Member of the Chamber of Deputies
- In office 15 May 1926 – September 1931
- Constituency: 6th Departamental Circumscription

Personal details
- Spouse: Margarita Guerra
- Occupation: Politician

= Enrique Lillo =

Chilean politician

Enrique Lillo Pacheco (died September 1931) was a Chilean politician who served as a deputy for the 6th Departamental Circumscription during the 1926–1930 and 1930–1934 legislative periods.

==Biography==
He married Margarita Guerra, daughter of former mayor of Valparaíso Carlos Guerra, and they had seven children: Juanita, Margarita, Enriqueta, Aída, Raquel, Enrique and Rigoberto.

==Political career==
He served as mayor of the Municipality of Valparaíso.
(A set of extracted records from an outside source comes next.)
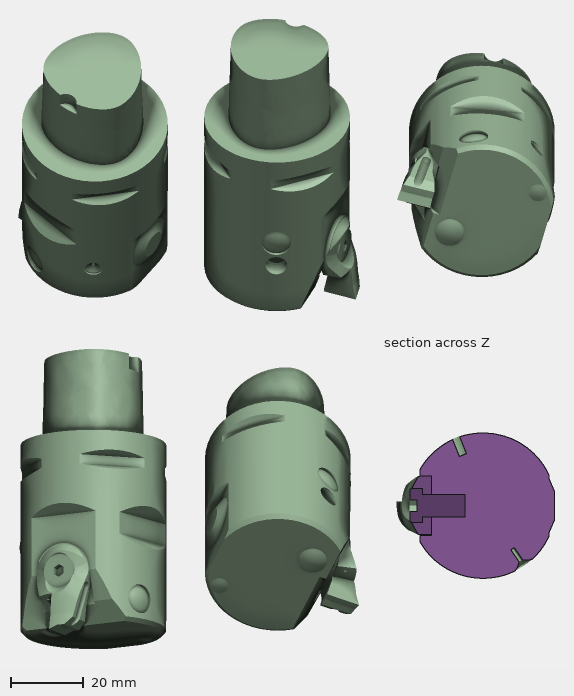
import cadquery as cq
import math


body_radius = 20.0
body_bottom = -53.0
bottom_chamfer = 1.1
shank_length = 24.0
shank_size = 28.0
shank_lobe = 0.73
shank_taper = 1 / 20
shank_curve_points = 72
key_diameter = 6.0
key_axis_y = -13.8
key_depth = 4.3

gripper_z = -8.05
gripper_floor_height = 2.6
gripper_floor_radius = 17.7
gripper_wall_angle = 30.0
gripper_directions = (45, 135, 225, 315)
flat_wall_angle = 45.0
flat_top = -22.75
flat_bottom = -28.85
flat_floor_radius = 17.2
flat_direction = 260.0
back_flat_x = 18.16
back_flat_top = -30.6
back_relief_x = 19.9
back_relief_top = -23.3

front_flat_half_width = 10.0
front_flat_x = -math.sqrt(body_radius**2 - front_flat_half_width**2)
seat_z = -39.0
nose_angle = 18.0
kink_z = -47.35
kink_angle = 33.0
kink_side_y = 3.7
pocket_diameter = 16.1
seat_x = -14.15

plug_diameter = 8.02
plug_sphere_radius = 8.0
plug_length = 3.0
side_plug_angle = 111.7
low_plug_z = -46.4
high_plug_z = -28.4
high_plug_lift = 0.3
bottom_plug_center = (-6.9, 8.1)
small_plug_center = (13.3, -9.75)
small_plug_diameter = 5.0
button_base_diameter = 14.8
button_top_diameter = 7.6
button_height = 1.55
button_root = 1.0
nozzle_direction = -55.6
nozzle_z = seat_z
nozzle_rim_diameter = 5.25
nozzle_cone_diameter = 4.4
nozzle_hole_diameter = 1.0
nozzle_rim_depth = 0.4
nozzle_cone_depth = 1.2
nozzle_hole_depth = 4.0
side_hole_diameter = 6.0
side_hole_z = -36.2
side_hole_depth = 5.0

disc_diameter = 16.0
insert_front_x = -20.5
crown_start_x = -18.5
crown_start_radius = 7.65
arm_back_x = -15.7
arm_back_bend_z = -48.6
arm_foot_x = -14.4
foot_z = -55.0
tip_z = -56.0
tip_x = -23.74
swell_start_z = -39.5
swell_end_x = -22.2
swell_end_z = -45.4
tip_flare_x = -22.95
tip_flare_z = -51.8
face_radius = 13.5
cutting_edge_y = 1.1
tip_width = 2.4
flank_corner = (-5.3, -52.9)
foot_corner_y = -3.35
ledge_corner = (4.75, -47.3)
ledge_front_z = -45.4
ledge_hole_diameter = 1.0
ledge_hole_center = (-18.5, 3.9)
ledge_hole_top = -44.5
channel_diameter = 2.5
channel_top = (-17.6, -43.6)
channel_bottom = (-19.8, -56.5)

head_diameter = 9.2
head_front_x = -20.15
head_length = 3.5
thread_diameter = 6.0
bore_diameter = 6.1
screw_end_x = -5.0
socket_width = 3.1
socket_depth = 2.0
socket_sides = 6

far = 30.0


def box(x, y, z):
    """Box from (min, max) pairs along X, Y and Z."""
    size = (x[1] - x[0], y[1] - y[0], z[1] - z[0])
    return cq.Workplane("XY").box(*size, centered=False).translate((x[0], y[0], z[0]))


def prism_y(points, y_min, y_max):
    """(x, z) outline extruded along Y."""
    outline = cq.Workplane("XZ", origin=(0, y_max, 0)).polyline(points).close()
    return outline.extrude(y_max - y_min)


def rod_x(diameter, x_min, x_max):
    """Cylinder on the insert screw axis, parallel to X."""
    plane = cq.Workplane("YZ", origin=(x_min, 0, seat_z))
    return plane.circle(diameter / 2).extrude(x_max - x_min)


def revolve_x(points):
    """(x, radius) outline turned about the insert screw axis."""
    outline = cq.Workplane("XZ", origin=(0, 0, seat_z)).polyline(points).close()
    return outline.revolve(360, (0, 0, 0), (1, 0, 0))


def radial_solid(points, direction, z):
    """(distance from tool axis, radius) outline turned about a radial axis."""
    outline = cq.Workplane("XZ").polyline(points).close()
    turned = outline.revolve(360, (0, 0, 0), (1, 0, 0))
    return turned.rotate((0, 0, 0), (0, 0, 1), direction).translate((0, 0, z))


def polygon_shank():
    """Tapered three-lobed shank with one lobe pointing to +Y."""
    def lobed_curve(size):
        def point(t):
            angle = 2 * math.pi * t
            reach = size / 2 - shank_lobe * math.sin(3 * angle)
            slope = -3 * shank_lobe * math.cos(3 * angle)
            x = reach * math.cos(angle) - slope * math.sin(angle)
            y = reach * math.sin(angle) + slope * math.cos(angle)
            return (x, y)
        return point

    top_size = shank_size - shank_taper * shank_length
    shank = (
        cq.Workplane("XY")
        .parametricCurve(lobed_curve(shank_size), N=shank_curve_points)
        .workplane(offset=shank_length)
        .parametricCurve(lobed_curve(top_size), N=shank_curve_points)
        .loft(ruled=True)
    )
    key_plane = cq.Workplane("XY", origin=(0, key_axis_y, shank_length))
    return shank.cut(key_plane.circle(key_diameter / 2).extrude(-key_depth))


def edge_groove(floor_radius, z_top, z_bottom, wall_angle, direction):
    """Straight groove across the cylinder with sloped upper and lower walls."""
    rise = (far - floor_radius) * math.tan(math.radians(wall_angle))
    section = [
        (floor_radius, z_bottom),
        (floor_radius, z_top),
        (far, z_top + rise),
        (far, z_bottom - rise),
    ]
    return prism_y(section, -far, far).rotate((0, 0, 0), (0, 0, 1), direction)


def cut_flats(body):
    half_floor = gripper_floor_height / 2
    for direction in gripper_directions:
        groove = edge_groove(
            gripper_floor_radius, gripper_z + half_floor, gripper_z - half_floor,
            gripper_wall_angle, direction,
        )
        body = body.cut(groove)
    side_flat = edge_groove(
        flat_floor_radius, flat_top, flat_bottom, flat_wall_angle, flat_direction
    )
    back_flat = edge_groove(back_flat_x, back_flat_top, body_bottom, flat_wall_angle, 0)
    body = body.cut(side_flat).cut(back_flat)
    return body.cut(box((back_relief_x, far), (-far, far), (back_flat_top, back_relief_top)))


def cut_nose(body):
    """Front flat that leans inward below the seat centre, with a steeper corner."""
    nose_slope = math.tan(math.radians(nose_angle))
    kink_slope = math.tan(math.radians(kink_angle))
    kink_x = front_flat_x + nose_slope * (seat_z - kink_z)
    bottom_x = front_flat_x + nose_slope * (seat_z - body_bottom)
    kink_bottom_x = kink_x + kink_slope * (kink_z - body_bottom)
    flat_and_nose = [
        (front_flat_x, flat_top),
        (front_flat_x, seat_z),
        (bottom_x, body_bottom),
        (-far, body_bottom),
        (-far, flat_top + far + front_flat_x),
    ]
    corner = [(kink_x, kink_z), (kink_bottom_x, body_bottom), (-far, body_bottom), (-far, kink_z)]
    body = body.cut(prism_y(flat_and_nose, -far, far))
    return body.cut(prism_y(corner, -far, kink_side_y))


def cut_seat(body):
    half_width = pocket_diameter / 2
    round_end = rod_x(pocket_diameter, -far, seat_x)
    open_end = box((-far, seat_x), (-half_width, half_width), (body_bottom, seat_z))
    thread = rod_x(thread_diameter, seat_x, screw_end_x)
    return body.cut(round_end).cut(open_end).cut(thread)


def dome_plug(diameter):
    """Short plug along +Z whose spherical crown peaks at the origin."""
    radius = diameter / 2
    crown = plug_sphere_radius - math.sqrt(plug_sphere_radius**2 - radius**2)
    ball = cq.Workplane("XY").sphere(plug_sphere_radius).translate((0, 0, -plug_sphere_radius))
    plug = cq.Workplane("XY").circle(radius).extrude(-plug_length).intersect(ball)
    return plug, crown


def add_side_plug(body, direction, z, peak_radius):
    """Domed plug in a radial hole of the cylinder wall."""
    plug, crown = dome_plug(plug_diameter)
    plug = plug.rotate((0, 0, 0), (0, 1, 0), 90).translate((peak_radius, 0, 0))
    plug = plug.rotate((0, 0, 0), (0, 0, 1), direction).translate((0, 0, z))
    rim = peak_radius - crown
    radius = plug_diameter / 2
    hole = radial_solid([(rim, 0), (rim, radius), (far, radius), (far, 0)], direction, z)
    return body.cut(hole).union(plug)


def add_bottom_plug(body, center, diameter):
    """Domed plug whose crown stands out of the bottom face."""
    plug, crown = dome_plug(diameter)
    plug = plug.rotate((0, 0, 0), (1, 0, 0), 180)
    return body.union(plug.translate((center[0], center[1], body_bottom - crown)))


def add_back_button(body):
    """Low conical button on the rear flat, in line with the insert screw."""
    top_x = back_flat_x + button_height
    button = [
        (back_flat_x - button_root, 0),
        (back_flat_x - button_root, button_base_diameter / 2),
        (back_flat_x, button_base_diameter / 2),
        (top_x, button_top_diameter / 2),
        (top_x, 0),
    ]
    return body.union(revolve_x(button))


def cut_side_openings(body):
    rim_floor = body_radius - nozzle_rim_depth
    cone_floor = rim_floor - nozzle_cone_depth
    hole_end = cone_floor - nozzle_hole_depth
    nozzle = [
        (hole_end, 0),
        (hole_end, nozzle_hole_diameter / 2),
        (cone_floor, nozzle_hole_diameter / 2),
        (rim_floor, nozzle_cone_diameter / 2),
        (rim_floor, nozzle_rim_diameter / 2),
        (far, nozzle_rim_diameter / 2),
        (far, 0),
    ]
    hole_floor = body_radius - side_hole_depth
    hole_radius = side_hole_diameter / 2
    hole = [(hole_floor, 0), (hole_floor, hole_radius), (far, hole_radius), (far, 0)]
    body = body.cut(radial_solid(nozzle, nozzle_direction, nozzle_z))
    return body.cut(radial_solid(hole, side_plug_angle, side_hole_z))


def make_holder():
    body = cq.Workplane("XY").circle(body_radius).extrude(body_bottom)
    body = body.faces("<Z").chamfer(bottom_chamfer)
    body = cut_flats(body)
    body = cut_nose(body)
    body = cut_seat(body)
    body = cut_side_openings(body)
    body = add_side_plug(body, -side_plug_angle, low_plug_z, body_radius)
    body = add_side_plug(body, side_plug_angle, high_plug_z, body_radius + high_plug_lift)
    body = add_bottom_plug(body, bottom_plug_center, plug_diameter)
    body = add_bottom_plug(body, small_plug_center, small_plug_diameter)
    body = add_back_button(body)
    return body.union(polygon_shank())


def tangent_point(corner, side):
    """Point (y, z) where a line from the corner touches the insert disc."""
    radius = disc_diameter / 2
    dy = corner[0]
    dz = corner[1] - seat_z
    angle = math.atan2(dz, dy) + side * math.acos(radius / math.hypot(dy, dz))
    return (radius * math.cos(angle), seat_z + radius * math.sin(angle))


def insert_outline():
    """Disc with an arm hanging from it, extruded through the full thickness."""
    arm_points = [
        tangent_point(ledge_corner, 1),
        ledge_corner,
        (cutting_edge_y, ledge_corner[1]),
        (cutting_edge_y, tip_z),
        (cutting_edge_y - tip_width, foot_z),
        (foot_corner_y, foot_z),
        flank_corner,
        tangent_point(flank_corner, -1),
        (0, seat_z),
    ]
    arm = cq.Workplane("YZ", origin=(-far, 0, 0)).polyline(arm_points).close()
    arm = arm.extrude(far)
    arm_side = [
        (-far, seat_z + disc_diameter / 2),
        (-far, tip_z),
        (arm_foot_x, tip_z),
        (arm_foot_x, foot_z),
        (arm_back_x, arm_back_bend_z),
        (arm_back_x, seat_z + disc_diameter / 2),
    ]
    arm = arm.intersect(prism_y(arm_side, -far, far))
    return arm.union(rod_x(disc_diameter, tip_x, seat_x))


def insert_face():
    """Rounded front of the insert: upright at the disc, swelling out along the arm."""
    edge_drop = face_radius - math.sqrt(face_radius**2 - cutting_edge_y**2)
    top = cq.Vector(insert_front_x, 0, seat_z + disc_diameter / 2)
    swell_start = cq.Vector(insert_front_x, 0, swell_start_z)
    swell_end = cq.Vector(swell_end_x, 0, swell_end_z)
    tip_flare = cq.Vector(tip_flare_x, 0, tip_flare_z)
    tip = cq.Vector(tip_x - edge_drop, 0, tip_z)
    overrun = tip_flare + (tip_flare - swell_end)
    front_line = cq.Workplane(cq.Edge.makeSpline(
        [top, (top + swell_start) * 0.5, swell_start, swell_end, tip_flare, overrun],
        tangents=[swell_start - top, overrun - tip_flare],
    ))
    section_plane = cq.Workplane("XY", origin=(insert_front_x + face_radius, 0, top.z))
    body = section_plane.circle(face_radius).sweep(front_line)

    flare = tip - tip_flare
    lean = math.degrees(math.atan2(flare.x, flare.z)) - 180
    cutting_end = cq.Workplane("XY").circle(face_radius).extrude(far, both=True)
    cutting_end = cutting_end.translate((face_radius, 0, 0))
    cutting_end = cutting_end.rotate((0, 0, 0), (0, 1, 0), lean).translate(tip_flare.toTuple())
    below_flare = box((-far, far), (-far, far), (tip_z, tip_flare_z))
    return body.union(cutting_end.intersect(below_flare))


def insert_crown():
    """45 degree conical trim around the upper half of the disc."""
    reach = crown_start_x - insert_front_x
    cone = [
        (crown_start_x, crown_start_radius),
        (insert_front_x - reach, crown_start_radius - 2 * reach),
        (insert_front_x - reach, far),
        (crown_start_x, far),
    ]
    upper_half = box((-far, 0), (-far, far), (seat_z, far))
    return revolve_x(cone).intersect(upper_half)


def screw_recess():
    """Counterbore and clearance bore, flaring at 45 degrees in front of the head."""
    head_radius = head_diameter / 2
    flare = far + head_front_x
    head_back_x = head_front_x + head_length
    recess = [
        (seat_x, 0),
        (seat_x, bore_diameter / 2),
        (head_back_x, bore_diameter / 2),
        (head_back_x, head_radius),
        (head_front_x, head_radius),
        (-far, head_radius + flare),
        (-far, 0),
    ]
    return revolve_x(recess)


def coolant_channel():
    """Round-bottomed channel sunk half its width into the -Y flank of the arm."""
    top_contact = tangent_point(flank_corner, -1)
    flank_slope = (flank_corner[0] - top_contact[0]) / (top_contact[1] - flank_corner[1])

    def on_flank(point):
        y = flank_corner[0] - flank_slope * (point[1] - flank_corner[1])
        return cq.Vector(point[0], y, point[1])

    start = on_flank(channel_top)
    run = on_flank(channel_bottom) - start
    radius = channel_diameter / 2
    groove = cq.Workplane(cq.Solid.makeCylinder(radius, run.Length, start, run))
    return groove.union(cq.Workplane("XY").sphere(radius).translate(start.toTuple()))


def ledge_undercut():
    """Sloped underside of the disc beside the arm."""
    wedge = [
        (seat_x, ledge_corner[1]),
        (tip_x, ledge_front_z),
        (tip_x, ledge_corner[1]),
    ]
    return prism_y(wedge, cutting_edge_y, far)


def ledge_hole():
    """Small hole rising into the sloped underside."""
    plane = cq.Workplane("XY", origin=(*ledge_hole_center, ledge_hole_top))
    return plane.circle(ledge_hole_diameter / 2).extrude(ledge_corner[1] - ledge_hole_top)


def make_insert():
    insert = insert_outline().intersect(insert_face())
    insert = insert.cut(insert_crown()).cut(screw_recess())
    return insert.cut(coolant_channel()).cut(ledge_undercut()).cut(ledge_hole())


def make_screw():
    head = rod_x(head_diameter, head_front_x, head_front_x + head_length)
    thread = rod_x(thread_diameter, head_front_x + head_length, screw_end_x)
    socket_corners = socket_width / math.cos(math.pi / socket_sides)
    socket = (
        cq.Workplane("YZ", origin=(head_front_x, 0, seat_z))
        .transformed(rotate=(0, 0, 90))
        .polygon(socket_sides, socket_corners)
        .extrude(socket_depth)
    )
    return head.union(thread).cut(socket)


holder = make_holder()
insert = make_insert()
screw = make_screw()

result = cq.Compound.makeCompound([holder.val(), insert.val(), screw.val()])

He was elected deputy for the 6th Departamental Circumscription (Valparaíso, Quillota, Limache and Casablanca) for the 1926–1930 term and was reelected for the 1930–1934 period. During both legislative periods he was a member of the Permanent Commission of War and Navy.

He died in September 1931 while in office and was replaced by Ricardo De Ferari Valdés, who assumed the seat on 30 November 1931. The Congress was dissolved on 6 June 1932 following the revolutionary movement of 4 June of that year.